YOUR TASK> Copy each line below in which the string "after" appears.

Dataset entries>

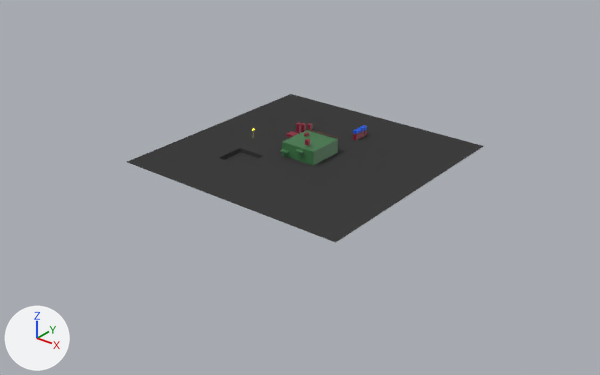
The Blender file models/map.blend, before and after one commit.
The view is the same before and after, from a 50 mm lens placed at (243.0, -311.0, 171.0), pointed at (2.0, -10.0, -16.0). The lights are fixed; the arrows at lower left show +X, +Y and +Z.

In view in the first picture: 'gound-col', 'plane-col'.
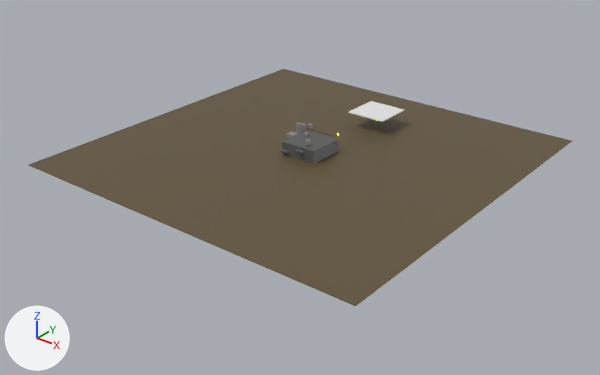
Location of each change, (x1, y1, x2, y2) in pixels of the pictures (600 x 375 px):
'ground-col', added (brown): after (28, 69, 572, 306)
'plane-col', deleted: before (127, 94, 483, 242)
'shade', added: after (348, 101, 404, 122)

What changed in the scene script:
```text
Add mat_material_008:
    mat_material_008 = principled_material('Material.008')
    mat_material_008.base_color = (0.124, 0.0888, 0.0428)  # brown #63543a
Add me_cube_004:
    me_cube_004.from_pydata(...)  # a box spanning x -1.0..1.0, y -1.0..1.0, z -1.0..1.0
Add me_plane_001:
    me_plane_001.from_pydata([(-1.0, -1.0, 0.0), (1.0, -1.0, 0.0), (-1.0, 1.0, 0.0), (1.0, 1.0, 0.0)], [], [(0, 1, 3, 2)])
    me_plane_001.materials.append(mat_material_008)  # brown #63543a
Remove ob_plane_col:
    ob_plane_col = bpy.data.objects.new('plane-col', me_plane)
    ob_plane_col.location = (0.0, 0.0, -0.7)
    ob_plane_col.scale = (65.7, 65.7, 65.7)
Add ob_shade:
    ob_shade = bpy.data.objects.new('shade', me_cube_004)
    ob_shade.location = (6.5, 51.8, 9.0)
    ob_shade.scale = (11.2, 11.2, 0.189)
Add ob_ground_col:
    ob_ground_col = bpy.data.objects.new('ground-col', me_plane_001)
    ob_ground_col.location = (0.0, 0.0, 0.0)
    ob_ground_col.scale = (100.0, 100.0, 100.0)
```
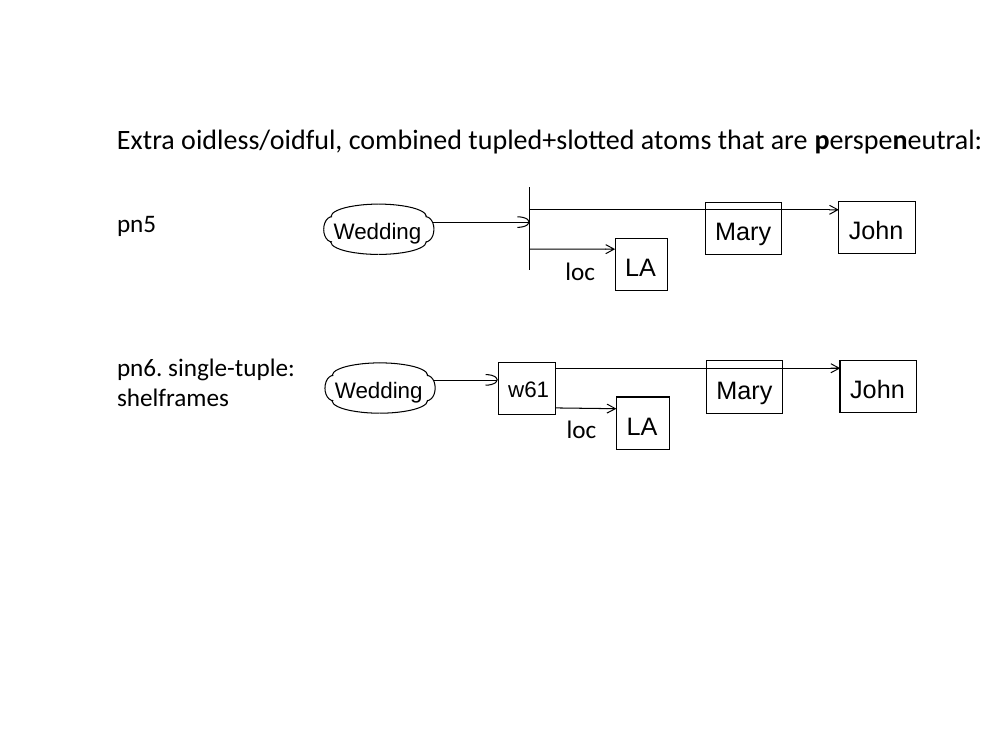
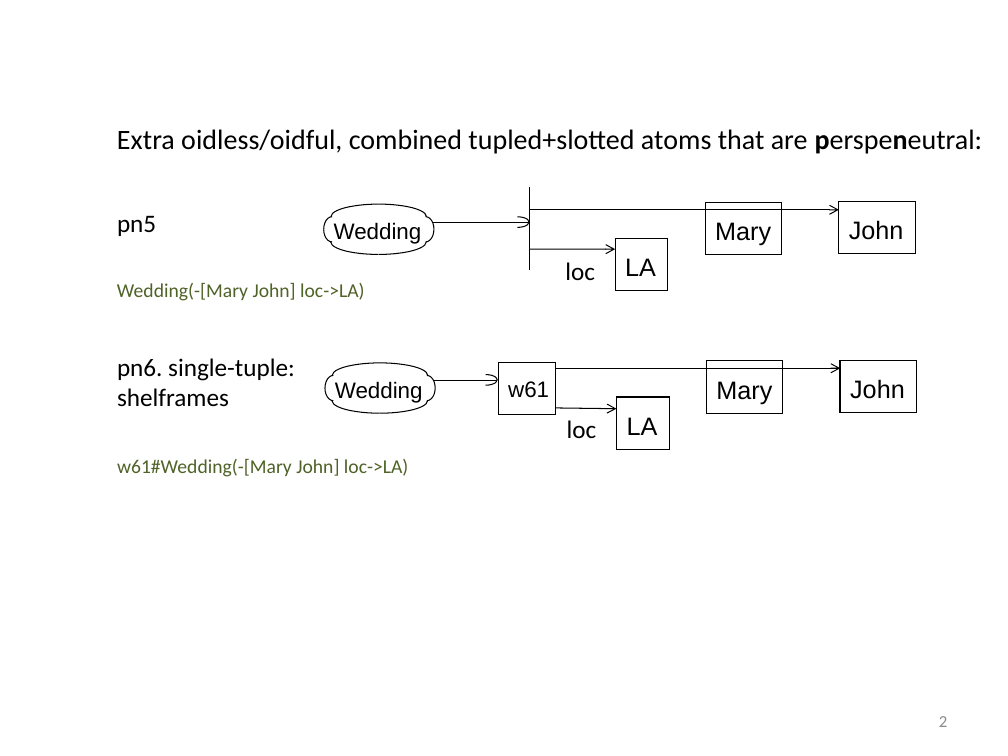
Before and after one commit to RuleML/ruleml-website, a slide deck: slide 2 of talks/PSOAMetamodelGrailogWedding.pptx. Drawn at 1008x756 pixels with LibreOffice and Linux fonts; fonts in the diff are those of the drawing. Boxes give left, top, right and bottom in pixels: in the first picture for what was removed or moved away, otherwise in the second. Text is boxed around its words. In the diff, an @@ line names an element or a change of style, - is before the commit and + after.

```diff
--- a/talks/PSOAMetamodelGrailogWedding.pptx
+++ b/talks/PSOAMetamodelGrailogWedding.pptx
@@ text added at (117,283,364,301), 14 pt, text #4F6228 @@
+Wedding(-[Mary John] loc->LA)
@@ text added at (117,459,408,477), 14 pt, text #4F6228 @@
+w61#Wedding(-[Mary John] loc->LA)
@@ page number added at (939,716,947,727), 12 pt, text #8C8C8C @@
+2
```
Also in this commit, not shown: 5 other slides changed, 1 slide added, 1 other file.

YOUR RESPONSE>
The Blender file models/map.blend, before and after one commit.
The view is the same before and after, from a 50 mm lens placed at (243.0, -311.0, 171.0), pointed at (2.0, -10.0, -16.0). The lights are fixed; the arrows at lower left show +X, +Y and +Z.
'ground-col', added (brown): after (28, 69, 572, 306)
'shade', added: after (348, 101, 404, 122)
Before and after one commit to RuleML/ruleml-website, a slide deck: slide 2 of talks/PSOAMetamodelGrailogWedding.pptx. Drawn at 1008x756 pixels with LibreOffice and Linux fonts; fonts in the diff are those of the drawing. Boxes give left, top, right and bottom in pixels: in the first picture for what was removed or moved away, otherwise in the second. Text is boxed around its words. In the diff, an @@ line names an element or a change of style, - is before the commit and + after.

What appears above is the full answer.